It is the way to express tuple uniqueness in FOPL and the predicate can be added as a conjunct to the S() predicate:

S(S#,P#,QTY1) AND {EQ(<S#,P#,QTY1>,<S#,P#,QTY2>)
OR NOT [(<S#,P#,QTY1>|SUPPLIES) AND (<S#,P#,QTY2>|SUPPLIES)]}

Constraints and Database Consistency


Relation-specifying predicates corresponding to group-describing rules can be expressed in a form that, when declared to the DBMS in a declarative FOPL-base data sub-language, can be enforced by it to constrain relations to be consistent with the rules. For which reason we shall refer to expressions in that form constraints.

Here's the constraint expression of the conjunction of the S() with the uniqueness predicate:

FORALL (<S#,P#,QTY1>),(<S#,P#,QTY2>) 
[S(S#,P#,QTY1) AND {EQ(<S#,P#,QTY1>,<S#,P#,QTY2>)
OR NOT(<S#,P#,QTY2>|SUPPLIES) AND (<S#,P#,QTY2>|SUPPLIES))}]
the interpretation of which is "For all tuples <S#,P#,QTY1>  and all tuples <S#,P#,QTY2>, tuple <S#,P#,QTY1> is in the SUPPLIES relation and tuple <S#,P#,QTY1> satisfies S() , either tuple <S#,P#,QTY2>  equals
tuple <S#,P#,QTY1> or else it is not the case that both tuple <S#,P#,QTY1> is in  SUPPLIES and tuple <S#,P#,QTY2> is in SUPPLIES", another way of saying that there are only tuples with unique (S#,P#) values in SUPPLIES.


Note that while rules are expressed in natural language in real world terms (groups, properties, objects), constraints are expressed in FOPL in database terms (relations, domain/attributes, tuples).
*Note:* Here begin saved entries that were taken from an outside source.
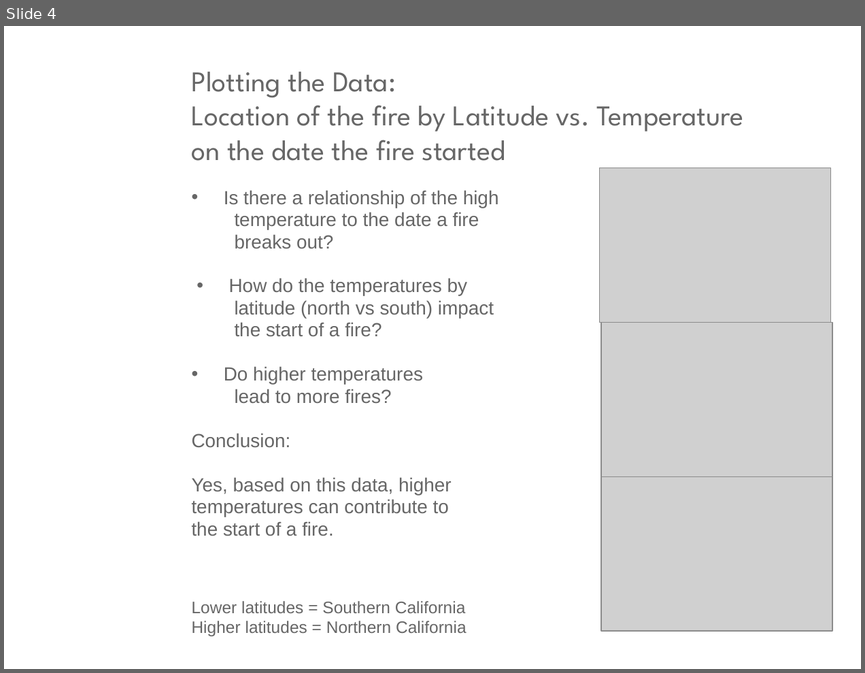
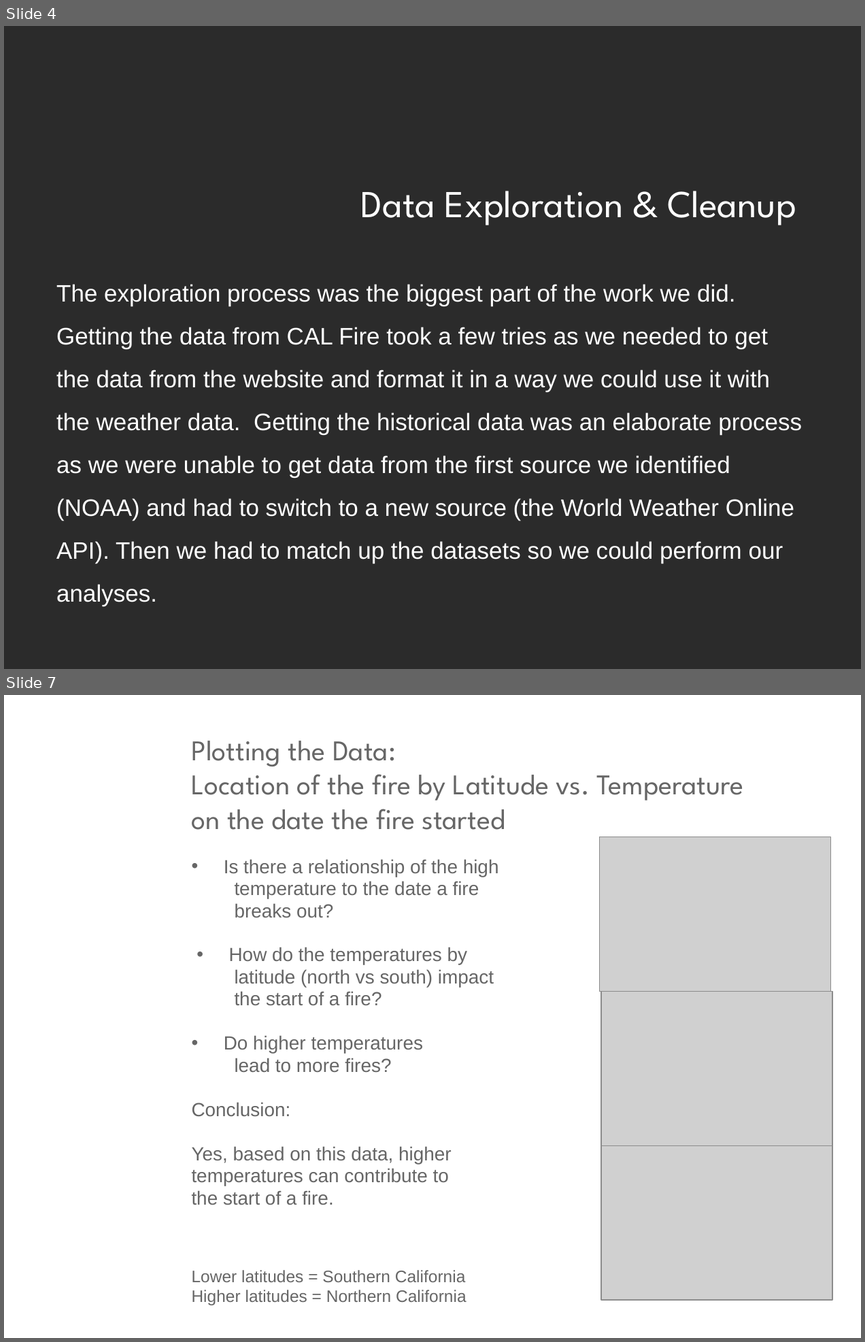
Before and after one commit to hockeylori/project1repo, a slide deck: ppt_writeup/Team7Project.pptx. Shown one above the other, each under a label of ours: slide 4 before the commit, slides 4 and 7 after it; the slides between them are not shown. The pictures are 865x673 and 865x1342 pixels, drawn with LibreOffice and Linux fonts; fonts in the diff are those of the drawing; grey boxes stand for pictures; background and template pictures are left out; a plain dark background stands for a picture behind light text. Boxes give left, top, right and bottom in pixels: in the first picture for what was removed or moved away, otherwise in the second. Text is boxed around its words. In the diff, an @@ line names an element or a change of style, - is before the commit and + after.

```diff
--- a/ppt_writeup/Team7Project.pptx
+++ b/ppt_writeup/Team7Project.pptx
@@ slide 4 added at (4,26,861,669), background picture (left out) @@
@@ title added at (361,191,796,225), 32 pt, text #FFFFFF @@
+Data Exploration & Cleanup
@@ text added at (56,284,802,606), 20 pt, text #FFFFFF @@
+The exploration process was the biggest part of the work we did. Getting the data from CAL Fire took a few tries as we needed to get the data from the website and format it in a way we could use it with the weather data. Getting the historical data was an elaborate process as we were unable to get data from the first source we identified (NOAA) and had to switch to a new source (the World Weather Online API). Then we had to match up the datasets so we could perform our analyses.
@@ what was slide 4 is now slide 7 @@
```
Also in this commit, not shown: 6 slides changed, 10 other slides added, 1 slide removed, 7 other files.

The predicates corresponding to all the rules can be added as conjuncts in the same way. Thus:

  • The conjunction of constraints corresponding to all the 1OP, 2OP and 3OP rules describing an object group comprises the relation predicate (RP) of the relation, that represents in the database the formalized meaning--semantics--of the relation representing the group;
  • The conjunction of all RPs with the constraints corresponding with the 4OP rules comprises the database predicate (DBP) that represents the semantics of the database representing the group of groups.
Note: In Appendix A in [6] I provide a more detailed example of constraint formulation and verification, but the reader is warned that it is "proof of concept" rather than rigorous.


Integrity Constraints


To be enforced, FOPL constraints must be expressed and declared to the DBMS in the syntax of a data language native to it—in which case we refer to them as integrity constraints.

In the distinguishability case, an identifier is represented formally in the database by a key—a combination of one or more attributes that satisfies a uniqueness constraint in the relation. A primary key (PK) integrity constraint is both (1) a predicate that identifies the PK and (2) a uniqueness predicate satisfied by the PK, expressed in a specific data language.

Unfortunately, there is currently no declarative, relationally complete FOPL-based data language, but the shorthand in SQL is an example of possible syntax for a PK integrity constraint:

CREATE TABLE supplies
 (S# CHAR(3),
  P# CHAR(3),
  PRIMARY KEY (S#,P#),
  QTY(INTEGER));

To understand how integrity constraints lend themselves to algorithmic implementation for enforcement by a DBMS, it helps to think of the constraint


FORALL (<S#,P#,QTY1>),
FORALL (<S#,P#,QTY2>)
[S(S#,P#,QTY1) AND  {EQ(<S#,P#,QTY1>,<S#,P#,QTY2>) OR
NOT((<S#,P#,QTY2>|SUPPLIES) AND (<S#,P#,QTY2>|SUPPLIES))}]

in procedural terms as two nested loops.
"The first loop steps through all tuples in the SUPPLIES relation selecting a tuple for each pass, while the inner loop selects a second (not necessarily distinct) tuple. For each selection of specific values for the first tuple (the outer loop) and second tuple (the inner loop), the bracketed expression is evaluated. Notice that the tuple selected by the inner loop can differ from the first tuple only in the values of QTY1 and QTY2, with S# and P# being fixed until the  next iteration of the outer loop. So, this means that for a specific tuple with its values of S# and P#, there can be only one QTY value if both the first and second tuples belong in SUPPLIES." --David McGoveran
Note carefully that the constraint enforcement procedure is undertaken transparently by the DBMS and is implicit in the user's declarative syntax, such as the SQL shorthand.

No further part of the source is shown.